We drove to a nearby dairy farm to select a kitten. They had so many cats, you couldn’t swing a cat without … you know.

Grace, a little girl who lives on the dairy, recommended a white kitten named Sparkles. Sparkles was so relaxed, holding her was like grasping a furry bag of Jell-O.

We took the kitten home and things went as planned – up to a point.

My tenderhearted wife would see Sparkles sitting on our deck on cold winter evenings and say, “We should let the poor little kitty in.”

“But how can Sparkles catch outdoor mice if she’s indoors?” I protested.

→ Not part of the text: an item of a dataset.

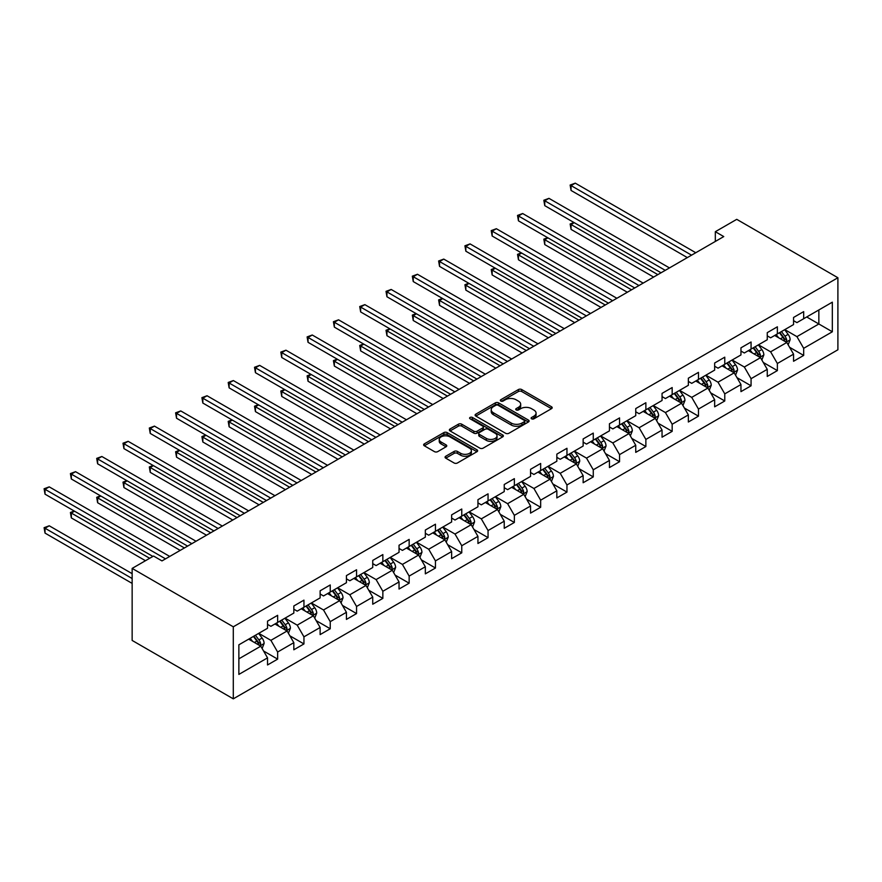 <?xml version="1.0" encoding="UTF-8"?>
<svg xmlns="http://www.w3.org/2000/svg" width="882" height="882" viewBox="0 0 882 882"><rect width="100%" height="100%" fill="white"/><g stroke="black" fill="none" stroke-linecap="round" stroke-linejoin="round"><path stroke-width="1.32" d="M531.603 418.818A1.643 0.948 0 0 0 533.919 418.818L551.504 408.664A2.337 1.356 0 0 0 552.187 407.716A2.337 1.356 0 0 0 551.504 406.756L521.714 389.557A2.337 1.356 0 0 0 518.407 389.557L500.822 399.711A1.643 0.948 0 0 0 500.337 400.384A1.643 0.948 0 0 0 500.822 401.045A1.643 0.948 0 0 0 503.137 401.045L505.408 399.733A7.486 4.322 0 0 1 516.003 399.733L518.484 401.167A7.486 4.322 0 0 1 520.678 404.221A7.486 4.322 0 0 1 518.484 407.286L516.213 408.598A1.643 0.948 0 0 0 515.727 409.27A1.643 0.948 0 0 0 516.213 409.932A1.643 0.948 0 0 0 518.528 409.932L520.799 408.62A7.486 4.322 0 0 1 531.394 408.62L533.875 410.053A7.486 4.322 0 0 1 536.069 413.107A7.486 4.322 0 0 1 533.875 416.172L531.603 417.484A1.643 0.948 0 0 0 531.118 418.156A1.643 0.948 0 0 0 531.603 418.818L531.603 417.484M445.752 456.248A2.337 1.356 0 0 0 445.068 457.207A2.337 1.356 0 0 0 445.752 458.166L454.109 462.984A2.337 1.356 0 0 0 457.416 462.984L476.953 451.716A2.337 1.356 0 0 0 477.636 450.757A2.337 1.356 0 0 0 476.953 449.798L447.163 432.599A2.337 1.356 0 0 0 443.855 432.599L424.319 443.878A2.337 1.356 0 0 0 423.636 444.837A2.337 1.356 0 0 0 424.319 445.785L434.418 451.617A2.337 1.356 0 0 0 437.726 451.617L446.083 446.788A2.337 1.356 0 0 0 446.766 445.84A2.337 1.356 0 0 0 446.083 444.881L441.077 441.992A6.262 3.616 0 0 1 439.247 439.434A6.262 3.616 0 0 1 443.106 436.094A6.262 3.616 0 0 1 449.93 436.877L469.544 448.199A6.262 3.616 0 0 1 471.374 450.757A6.262 3.616 0 0 1 467.515 454.098A6.262 3.616 0 0 1 460.691 453.315L457.416 451.43A2.337 1.356 0 0 0 454.109 451.43L445.752 456.248L445.752 458.166M837.9 277.742L736.746 219.342L715.324 231.701L723.758 236.574L161.979 560.908L153.556 556.046L132.146 568.405L233.3 626.804L837.9 277.742L837.9 349.779L233.3 698.842L233.3 626.804M505.573 433.271A2.337 1.356 0 0 0 508.892 433.271L528.417 421.993A2.337 1.356 0 0 0 529.101 421.045A2.337 1.356 0 0 0 528.417 420.086L498.628 402.887A2.337 1.356 0 0 0 495.32 402.887L475.795 414.165A2.337 1.356 0 0 0 475.1 415.113A2.337 1.356 0 0 0 475.795 416.072L505.573 433.271M470.734 419.171A1.643 0.948 0 0 1 472.399 419.402L472.399 417.462L502.685 434.947A2.337 1.356 0 0 1 503.368 435.895A2.337 1.356 0 0 1 502.685 436.855L483.16 448.133A2.337 1.356 0 0 1 479.841 448.133L450.052 430.934L450.052 429.016A2.337 1.356 0 0 0 449.368 429.975A2.337 1.356 0 0 0 450.052 430.934M450.052 429.016L458.408 424.198A2.337 1.356 0 0 1 461.727 424.198L473.799 431.166A2.337 1.356 0 0 0 477.118 431.166L482.663 427.968A2.337 1.356 0 0 0 483.347 427.009A2.337 1.356 0 0 0 482.663 426.061L470.084 418.796A1.643 0.948 0 0 1 469.599 418.123A1.643 0.948 0 0 1 470.613 417.252A1.643 0.948 0 0 1 472.399 417.462M263.564 650.993L277.643 659.13L277.643 652.019L293.827 642.669L293.827 649.78L303.948 643.937L303.948 636.837L320.133 627.488L320.133 634.599L330.243 628.756L330.243 621.645L346.428 612.306L346.428 619.407L356.548 613.574L356.548 606.463L372.733 597.114L372.733 604.225L382.854 598.382L382.854 591.282L399.039 581.933L399.039 589.044L409.149 583.2L409.149 576.089L425.333 566.751L425.333 573.851L435.454 568.019L435.454 560.908L451.639 551.559L451.639 558.67L461.76 552.827L461.76 545.726L477.945 536.377L477.945 543.488L488.055 537.645L488.055 530.534L504.239 521.196L504.239 528.296L514.36 522.464L514.36 515.353L530.545 506.003L530.545 513.115L540.655 507.271L540.655 500.171L556.84 490.822L556.84 497.933L566.961 492.09L566.961 484.979L583.145 475.641L583.145 482.741L593.266 476.908L593.266 469.797L609.451 460.448L609.451 467.559L619.561 461.716L619.561 454.616L635.746 445.267L635.746 452.378L645.867 446.535L645.867 439.423L662.051 430.085L662.051 437.185L672.172 431.353L672.172 424.242L688.357 414.904L688.357 422.004L698.467 416.161L698.467 409.061L714.652 399.711L714.652 406.822L724.772 400.979L724.772 393.868L740.957 384.53L740.957 391.63L751.067 385.798L751.067 378.687L767.252 369.349L767.252 376.449L777.373 370.605L777.373 363.505L793.557 354.156L793.557 361.267L803.678 355.424L803.678 348.313L832.332 331.775L832.332 302.173L818.849 309.968L818.849 323.981L832.332 331.775M277.643 659.13L267.533 664.962L267.533 657.862L238.868 674.41L238.868 644.819L267.533 628.271L267.533 621.16L277.643 615.316L277.643 622.427L293.827 613.078L293.827 605.978L303.948 600.135L303.948 607.246L320.133 597.897L320.133 590.797L330.243 584.953L330.243 592.054L346.428 582.715L346.428 575.604L356.548 569.761L356.548 576.872L372.733 567.523L372.733 560.423L382.854 554.58L382.854 561.691L399.039 552.341L399.039 545.241L409.149 539.398L409.149 546.498L425.333 537.16L425.333 530.049L435.454 524.206L435.454 531.317L451.639 521.968L451.639 514.868L461.76 509.024L461.76 516.135L477.945 506.786L477.945 499.686L488.055 493.843L488.055 500.943L504.239 491.605L504.239 484.494L514.36 478.65L514.36 485.762L530.545 476.412L530.545 469.312L540.655 463.469L540.655 470.58L556.84 461.231L556.84 454.131L566.961 448.288L566.961 455.388L583.145 446.049L583.145 438.938L593.266 433.095L593.266 440.206L609.451 430.857L609.451 423.757L619.561 417.914L619.561 425.025L635.746 415.676L635.746 408.575L645.867 402.732L645.867 409.832L662.051 400.494L662.051 393.383L672.172 387.551L672.172 394.651L688.357 385.302L688.357 378.202L698.467 372.358L698.467 379.469L714.652 370.12L714.652 363.02L724.772 357.177L724.772 364.277L740.957 354.939L740.957 347.828L751.067 341.995L751.067 349.096L767.252 339.746L767.252 332.646L777.373 326.803L777.373 333.914L793.557 324.565L793.557 317.465L803.678 311.622L803.678 318.722L832.332 302.173M274.941 623.982L287.091 630.994L270.895 640.343L258.757 633.331M267.533 624.379L270.895 626.319L277.643 622.427M270.895 640.343L277.643 652.019M287.091 630.994L293.827 642.669M301.247 608.801L313.386 615.812L297.201 625.151L285.062 618.139M293.827 609.186L297.201 611.138L303.948 607.246M297.201 625.151L303.948 636.837M313.386 615.812L320.133 627.488M327.553 593.619L339.691 600.62L323.507 609.969L311.368 602.957M320.133 594.005L323.507 595.945L330.243 592.054M323.507 609.969L330.243 621.645M339.691 600.62L346.428 612.306M353.847 578.427L365.986 585.439L349.801 594.788L337.663 587.776M346.428 578.824L349.801 580.764L356.548 576.872M349.801 594.788L356.548 606.463M365.986 585.439L372.733 597.114M380.153 563.245L392.292 570.257L376.107 579.595L363.968 572.594M372.733 563.631L376.107 565.582L382.854 561.691M376.107 579.595L382.854 591.282M392.292 570.257L399.039 581.933M406.459 548.064L418.597 555.065L402.413 564.414L390.263 557.402M399.039 548.45L402.413 550.39L409.149 546.498M402.413 564.414L409.149 576.089M418.597 555.065L425.333 566.751M432.753 532.871L444.892 539.883L428.707 549.232L416.569 542.221M425.333 533.268L428.707 535.209L435.454 531.317M428.707 549.232L435.454 560.908M444.892 539.883L451.639 551.559M459.059 517.69L471.197 524.702L455.013 534.04L442.874 527.039M451.639 518.076L455.013 520.027L461.76 516.135M455.013 534.04L461.76 545.726M471.197 524.702L477.945 536.377M485.354 502.508L497.503 509.509L481.307 518.859L469.169 511.847M477.945 502.894L481.307 504.835L488.055 500.943M481.307 518.859L488.055 530.534M497.503 509.509L504.239 521.196M511.659 487.316L523.798 494.328L507.613 503.677L495.475 496.665M504.239 487.713L507.613 489.653L514.36 485.762M507.613 503.677L514.36 515.353M523.798 494.328L530.545 506.003M537.965 472.135L550.103 479.147L533.919 488.485L521.78 481.484M530.545 472.52L533.919 474.472L540.655 470.58M533.919 488.485L540.655 500.171M550.103 479.147L556.84 490.822M564.26 456.953L576.398 463.954L560.213 473.303L548.075 466.291M556.84 457.339L560.213 459.29L566.961 455.388M560.213 473.303L566.961 484.979M576.398 463.954L583.145 475.641M590.565 441.761L602.704 448.773L586.519 458.122L574.38 451.11M583.145 442.158L586.519 444.098L593.266 440.206M586.519 458.122L593.266 469.797M602.704 448.773L609.451 460.448M616.871 426.579L629.009 433.591L612.825 442.929L600.675 435.928M609.451 426.965L612.825 428.917L619.561 425.025M612.825 442.929L619.561 454.616M629.009 433.591L635.746 445.267M643.165 411.398L655.304 418.399L639.119 427.748L626.981 420.736M635.746 411.784L639.119 413.735L645.867 409.832M639.119 427.748L645.867 439.423M655.304 418.399L662.051 430.085M669.471 396.205L681.61 403.217L665.425 412.567L653.286 405.555M662.051 396.602L665.425 398.543L672.172 394.651M665.425 412.567L672.172 424.242M681.61 403.217L688.357 414.904M695.766 381.024L707.915 388.036L691.72 397.374L679.581 390.373M688.357 381.41L691.72 383.361L698.467 379.469M691.72 397.374L698.467 409.061M707.915 388.036L714.652 399.711M722.071 365.843L734.21 372.843L718.025 382.193L705.887 375.181M714.652 366.228L718.025 368.18L724.772 364.277M718.025 382.193L724.772 393.868M734.21 372.843L740.957 384.53M748.377 350.65L760.516 357.662L744.331 367.011L732.192 359.999M740.957 351.047L744.331 352.987L751.067 349.096M744.331 367.011L751.067 378.687M760.516 357.662L767.252 369.349M774.672 335.469L786.81 342.481L770.625 351.819L758.487 344.818M767.252 335.855L770.625 337.806L777.373 333.914M770.625 351.819L777.373 363.505M786.81 342.481L793.557 354.156M806.71 316.969L818.849 323.981L796.931 336.637L784.793 329.625M793.557 320.673L796.931 322.625L803.678 318.722M796.931 336.637L803.678 348.313M132.146 568.405L132.146 640.431L233.3 698.842M715.324 231.701L715.324 241.436M238.868 658.832L260.785 646.175L248.647 639.174M260.785 646.175L267.533 657.862M789.599 347.299L803.678 355.424M763.294 362.48L777.373 370.605M736.988 377.661L751.067 385.798M710.694 392.854L724.772 400.979M684.388 408.035L698.467 416.161M658.093 423.217L672.172 431.353M631.788 438.409L645.867 446.535M605.482 453.591L619.561 461.716M579.187 468.772L593.266 476.908M552.882 483.964L566.961 492.09M526.576 499.146L540.655 507.271M500.281 514.327L514.36 522.464M473.976 529.52L488.055 537.645M447.681 544.701L461.76 552.827M421.375 559.883L435.454 568.019M395.07 575.075L409.149 583.2M368.775 590.256L382.854 598.382M342.47 605.438L356.548 613.574M316.164 620.63L330.243 628.756M289.869 635.812L303.948 643.937M532.254 419.049L533.875 418.112A7.486 4.322 0 0 0 536.069 415.058L536.069 413.107M520.678 404.221L520.678 406.172A7.486 4.322 0 0 1 518.484 409.226L516.863 410.163M551.471 408.686L521.714 391.509A2.337 1.356 0 0 0 518.407 391.509L501.472 401.277M528.384 422.015L498.628 404.838A2.337 1.356 0 0 0 495.32 404.838L475.817 416.095M524.283 421.706A1.643 0.948 0 0 0 524.757 421.045A1.643 0.948 0 0 0 524.283 420.372L498.132 405.279A1.643 0.948 0 0 0 495.816 405.279L493.413 406.657A7.486 4.322 0 0 0 491.219 409.722A7.486 4.322 0 0 0 493.413 412.776L511.284 423.095A7.486 4.322 0 0 0 521.879 423.095L524.283 421.706L524.283 423.658A1.643 0.948 0 0 0 524.757 422.985L524.757 421.045M491.219 409.722L491.219 411.662A7.486 4.322 0 0 0 493.413 414.727L493.413 412.776M524.283 423.658L521.879 425.047A7.486 4.322 0 0 1 511.284 425.047L493.413 414.727M450.085 430.945L458.408 426.138L458.408 424.198M483.347 427.009L483.347 428.961A2.337 1.356 0 0 1 482.663 429.92L477.118 433.117A2.337 1.356 0 0 1 473.799 433.117L461.727 426.138A2.337 1.356 0 0 0 458.408 426.138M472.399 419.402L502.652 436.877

We compromised by letting the kitty in during cold weather with the proviso that she would stay in the basement.

A routine soon developed. Sparkles will yowl at our door and my wife will let her in.

Once inside, the cat will meow at us vehemently as if to say, “Holy crap, you would never believe what happened to me.”

We thus began to call her Sparkles The Adventure Cat.

“She loves you,” my wife will say as Sparkles rubs against my legs.

“I’m just a source of food and warmth,” I’ll reply. “And I’m her loose fur remover. Look at my jeans. You’d think that I’m wearing wooly chaps.”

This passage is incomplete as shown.